Crude oil production rising
Libya has not had it easy either politically or economically since the political upheaval in 2011. However, there could be a well-known silver lining coming for the country amongst the instability that persists today — a potential increase in oil prices.
According to Organization of the Petroleum Exporting Countries (OPEC) data, petroleum exports form nearly half of the country’s total exports. Thus, a rise in crude prices would bolster the country’s economic growth substantially.
At the same time, crude oil production in Libya has been rising. Chairman of the state-run National Oil Corporation (NOC), Mustafa Sanalla, revealed that crude oil production exceeded 800,000 barrels per day in May – a first since 2014.

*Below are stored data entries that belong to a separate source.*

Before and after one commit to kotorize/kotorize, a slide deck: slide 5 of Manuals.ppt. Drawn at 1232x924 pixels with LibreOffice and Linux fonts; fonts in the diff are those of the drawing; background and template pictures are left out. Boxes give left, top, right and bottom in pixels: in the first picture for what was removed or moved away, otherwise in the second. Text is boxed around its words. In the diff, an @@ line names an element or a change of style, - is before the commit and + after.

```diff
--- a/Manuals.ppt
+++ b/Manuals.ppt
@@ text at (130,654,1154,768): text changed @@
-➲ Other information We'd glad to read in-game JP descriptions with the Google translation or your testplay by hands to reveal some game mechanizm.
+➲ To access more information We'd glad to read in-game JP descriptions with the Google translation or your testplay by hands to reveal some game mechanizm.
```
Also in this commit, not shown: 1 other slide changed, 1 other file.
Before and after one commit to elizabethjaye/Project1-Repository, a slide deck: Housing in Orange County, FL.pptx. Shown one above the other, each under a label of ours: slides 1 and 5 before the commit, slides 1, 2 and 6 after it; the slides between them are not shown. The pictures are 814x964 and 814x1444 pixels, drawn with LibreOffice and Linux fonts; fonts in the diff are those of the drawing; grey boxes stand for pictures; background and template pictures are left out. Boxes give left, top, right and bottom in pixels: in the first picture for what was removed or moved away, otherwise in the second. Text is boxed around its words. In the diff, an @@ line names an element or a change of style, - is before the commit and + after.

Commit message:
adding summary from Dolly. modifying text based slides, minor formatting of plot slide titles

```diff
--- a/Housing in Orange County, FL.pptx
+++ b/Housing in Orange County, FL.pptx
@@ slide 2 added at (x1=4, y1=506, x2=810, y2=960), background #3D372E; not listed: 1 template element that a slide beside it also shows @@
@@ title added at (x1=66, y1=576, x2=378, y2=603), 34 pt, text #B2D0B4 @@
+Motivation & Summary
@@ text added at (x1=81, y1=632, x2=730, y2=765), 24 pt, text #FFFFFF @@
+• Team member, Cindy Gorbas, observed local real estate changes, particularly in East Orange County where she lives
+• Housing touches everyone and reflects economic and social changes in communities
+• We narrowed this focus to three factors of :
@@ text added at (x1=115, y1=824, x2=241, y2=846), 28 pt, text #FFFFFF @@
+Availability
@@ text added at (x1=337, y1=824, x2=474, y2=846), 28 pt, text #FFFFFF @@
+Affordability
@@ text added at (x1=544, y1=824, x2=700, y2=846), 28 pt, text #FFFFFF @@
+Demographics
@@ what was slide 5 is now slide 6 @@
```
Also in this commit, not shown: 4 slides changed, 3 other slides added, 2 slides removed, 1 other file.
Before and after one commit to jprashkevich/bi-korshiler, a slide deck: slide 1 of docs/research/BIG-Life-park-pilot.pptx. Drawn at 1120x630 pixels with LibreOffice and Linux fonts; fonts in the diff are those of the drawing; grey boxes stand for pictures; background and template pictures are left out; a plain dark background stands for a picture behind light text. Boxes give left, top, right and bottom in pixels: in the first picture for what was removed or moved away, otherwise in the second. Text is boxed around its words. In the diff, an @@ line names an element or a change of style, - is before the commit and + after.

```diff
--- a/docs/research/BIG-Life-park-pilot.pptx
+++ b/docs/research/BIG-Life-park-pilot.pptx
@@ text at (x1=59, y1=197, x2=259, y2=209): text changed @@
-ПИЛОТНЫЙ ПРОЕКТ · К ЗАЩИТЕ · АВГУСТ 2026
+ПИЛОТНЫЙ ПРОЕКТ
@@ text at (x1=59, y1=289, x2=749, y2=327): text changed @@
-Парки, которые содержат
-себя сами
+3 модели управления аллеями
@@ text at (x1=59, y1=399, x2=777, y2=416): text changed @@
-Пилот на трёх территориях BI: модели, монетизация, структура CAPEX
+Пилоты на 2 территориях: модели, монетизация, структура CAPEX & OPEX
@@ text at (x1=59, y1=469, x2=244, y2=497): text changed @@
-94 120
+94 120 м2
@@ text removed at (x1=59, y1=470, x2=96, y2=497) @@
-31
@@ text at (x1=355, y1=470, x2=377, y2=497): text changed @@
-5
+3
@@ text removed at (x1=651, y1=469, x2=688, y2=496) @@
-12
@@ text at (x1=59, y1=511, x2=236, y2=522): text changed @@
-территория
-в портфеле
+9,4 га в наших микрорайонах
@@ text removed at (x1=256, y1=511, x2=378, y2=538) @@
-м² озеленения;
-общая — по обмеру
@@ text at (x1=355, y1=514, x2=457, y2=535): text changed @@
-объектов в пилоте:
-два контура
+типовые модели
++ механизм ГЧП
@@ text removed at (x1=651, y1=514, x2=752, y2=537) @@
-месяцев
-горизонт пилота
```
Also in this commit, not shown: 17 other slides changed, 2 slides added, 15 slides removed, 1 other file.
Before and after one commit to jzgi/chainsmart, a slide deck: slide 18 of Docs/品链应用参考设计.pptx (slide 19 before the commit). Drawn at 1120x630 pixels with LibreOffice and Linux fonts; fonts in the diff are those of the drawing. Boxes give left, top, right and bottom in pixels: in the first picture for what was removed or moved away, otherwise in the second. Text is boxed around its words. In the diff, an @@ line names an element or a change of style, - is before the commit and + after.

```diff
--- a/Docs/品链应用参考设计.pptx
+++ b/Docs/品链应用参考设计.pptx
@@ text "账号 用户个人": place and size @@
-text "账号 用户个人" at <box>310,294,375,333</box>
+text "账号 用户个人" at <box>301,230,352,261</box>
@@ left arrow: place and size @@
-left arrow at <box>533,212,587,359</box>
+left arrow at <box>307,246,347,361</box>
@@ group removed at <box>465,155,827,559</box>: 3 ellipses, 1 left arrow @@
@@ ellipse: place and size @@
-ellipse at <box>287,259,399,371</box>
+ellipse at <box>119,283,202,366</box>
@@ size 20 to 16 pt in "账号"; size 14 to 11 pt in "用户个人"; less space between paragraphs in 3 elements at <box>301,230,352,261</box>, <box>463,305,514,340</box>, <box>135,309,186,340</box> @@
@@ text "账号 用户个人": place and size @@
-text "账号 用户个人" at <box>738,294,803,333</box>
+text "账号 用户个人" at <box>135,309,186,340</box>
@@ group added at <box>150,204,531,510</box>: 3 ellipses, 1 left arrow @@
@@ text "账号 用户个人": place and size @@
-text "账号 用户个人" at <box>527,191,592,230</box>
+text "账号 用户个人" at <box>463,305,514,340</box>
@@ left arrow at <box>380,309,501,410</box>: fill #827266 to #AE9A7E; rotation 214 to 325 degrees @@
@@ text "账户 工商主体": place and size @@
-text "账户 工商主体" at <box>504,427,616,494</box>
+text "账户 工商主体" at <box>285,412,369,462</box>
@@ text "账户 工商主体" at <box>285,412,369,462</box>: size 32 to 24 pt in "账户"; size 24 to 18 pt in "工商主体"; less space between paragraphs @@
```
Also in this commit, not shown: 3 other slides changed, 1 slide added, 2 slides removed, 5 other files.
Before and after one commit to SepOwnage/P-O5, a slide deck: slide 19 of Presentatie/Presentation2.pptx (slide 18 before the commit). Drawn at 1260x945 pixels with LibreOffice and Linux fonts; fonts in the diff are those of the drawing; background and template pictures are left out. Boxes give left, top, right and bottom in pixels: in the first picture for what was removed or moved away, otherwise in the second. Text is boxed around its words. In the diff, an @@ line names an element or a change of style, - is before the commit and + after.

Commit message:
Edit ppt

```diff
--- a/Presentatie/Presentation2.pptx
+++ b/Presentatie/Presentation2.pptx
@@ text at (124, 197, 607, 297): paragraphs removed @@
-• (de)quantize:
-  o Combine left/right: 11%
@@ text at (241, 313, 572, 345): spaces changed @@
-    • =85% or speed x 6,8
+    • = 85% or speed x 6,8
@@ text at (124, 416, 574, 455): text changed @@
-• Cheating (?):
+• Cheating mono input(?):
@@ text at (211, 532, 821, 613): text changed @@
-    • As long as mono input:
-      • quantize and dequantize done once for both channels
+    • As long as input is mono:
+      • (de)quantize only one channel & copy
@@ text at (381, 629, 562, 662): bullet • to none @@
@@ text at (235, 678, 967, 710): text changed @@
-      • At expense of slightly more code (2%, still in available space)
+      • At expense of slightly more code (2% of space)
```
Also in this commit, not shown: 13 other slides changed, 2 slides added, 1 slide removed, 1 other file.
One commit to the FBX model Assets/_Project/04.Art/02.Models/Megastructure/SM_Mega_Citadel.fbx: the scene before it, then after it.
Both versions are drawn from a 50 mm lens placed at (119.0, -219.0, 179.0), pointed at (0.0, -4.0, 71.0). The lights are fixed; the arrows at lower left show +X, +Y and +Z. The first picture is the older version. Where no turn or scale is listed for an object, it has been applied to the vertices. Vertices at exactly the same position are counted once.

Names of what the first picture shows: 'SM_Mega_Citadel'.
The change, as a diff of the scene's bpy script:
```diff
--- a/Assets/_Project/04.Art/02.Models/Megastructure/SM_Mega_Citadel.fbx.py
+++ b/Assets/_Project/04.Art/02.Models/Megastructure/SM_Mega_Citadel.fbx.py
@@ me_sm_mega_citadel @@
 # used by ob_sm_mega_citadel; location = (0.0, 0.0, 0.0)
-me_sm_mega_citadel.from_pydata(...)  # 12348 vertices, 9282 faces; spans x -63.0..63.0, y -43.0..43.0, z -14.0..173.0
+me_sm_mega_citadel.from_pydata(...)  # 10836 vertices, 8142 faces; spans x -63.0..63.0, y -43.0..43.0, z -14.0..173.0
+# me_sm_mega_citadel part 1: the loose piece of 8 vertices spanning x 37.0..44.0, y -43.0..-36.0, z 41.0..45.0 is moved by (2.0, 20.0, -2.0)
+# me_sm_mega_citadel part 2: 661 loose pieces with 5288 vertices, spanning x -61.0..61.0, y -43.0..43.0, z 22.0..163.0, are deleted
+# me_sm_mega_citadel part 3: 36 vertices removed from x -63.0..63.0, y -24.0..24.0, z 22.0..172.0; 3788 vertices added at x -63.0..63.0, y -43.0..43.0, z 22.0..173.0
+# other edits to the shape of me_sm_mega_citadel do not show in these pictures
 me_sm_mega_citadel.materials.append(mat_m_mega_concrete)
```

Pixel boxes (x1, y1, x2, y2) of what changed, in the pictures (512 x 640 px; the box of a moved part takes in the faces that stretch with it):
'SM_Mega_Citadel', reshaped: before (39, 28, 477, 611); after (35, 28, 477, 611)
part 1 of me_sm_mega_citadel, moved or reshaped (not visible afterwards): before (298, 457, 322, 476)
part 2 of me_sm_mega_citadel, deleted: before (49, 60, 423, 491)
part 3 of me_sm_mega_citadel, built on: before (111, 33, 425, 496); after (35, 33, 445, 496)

Crude oil production in Libya has been rising at a rapid pace. Only a few days prior, the NOC had said that oil production had just touched the 760,000 barrels a day mark.
Output by operating company in the country is provided in the graph below made available by the NOC.
Reasons for the surge
Hitting 800,000 barrels per day was a major target for the country for this year, which it has already achieved. This has been made possible due to reopening of crucial oil fields – Sharara and El-Feel.
The Sharara field is operated by a joint venture between the NOC and Repsol SA, Total SA, OMV AG and Statoil ASA. It can produce 330,000 barrels per day.
Meanwhile, El Feel, also known as the Elephant, can produce 90,000 barrels per day, and is run by Eni SpA and NOC.
Both fields resumed production towards the end of April. El Feel is dependent on the Sharara field as the latter provides electricity to El Feel. Thus, it was able to restart production only after Sharara started pumping oil.
Meanwhile, production resumption from the Al-Bayda oilfield after a gap of four years also helped in increasing output. According to the Arabian Gulf Oil Company, the field was generating 10,000 barrels per day.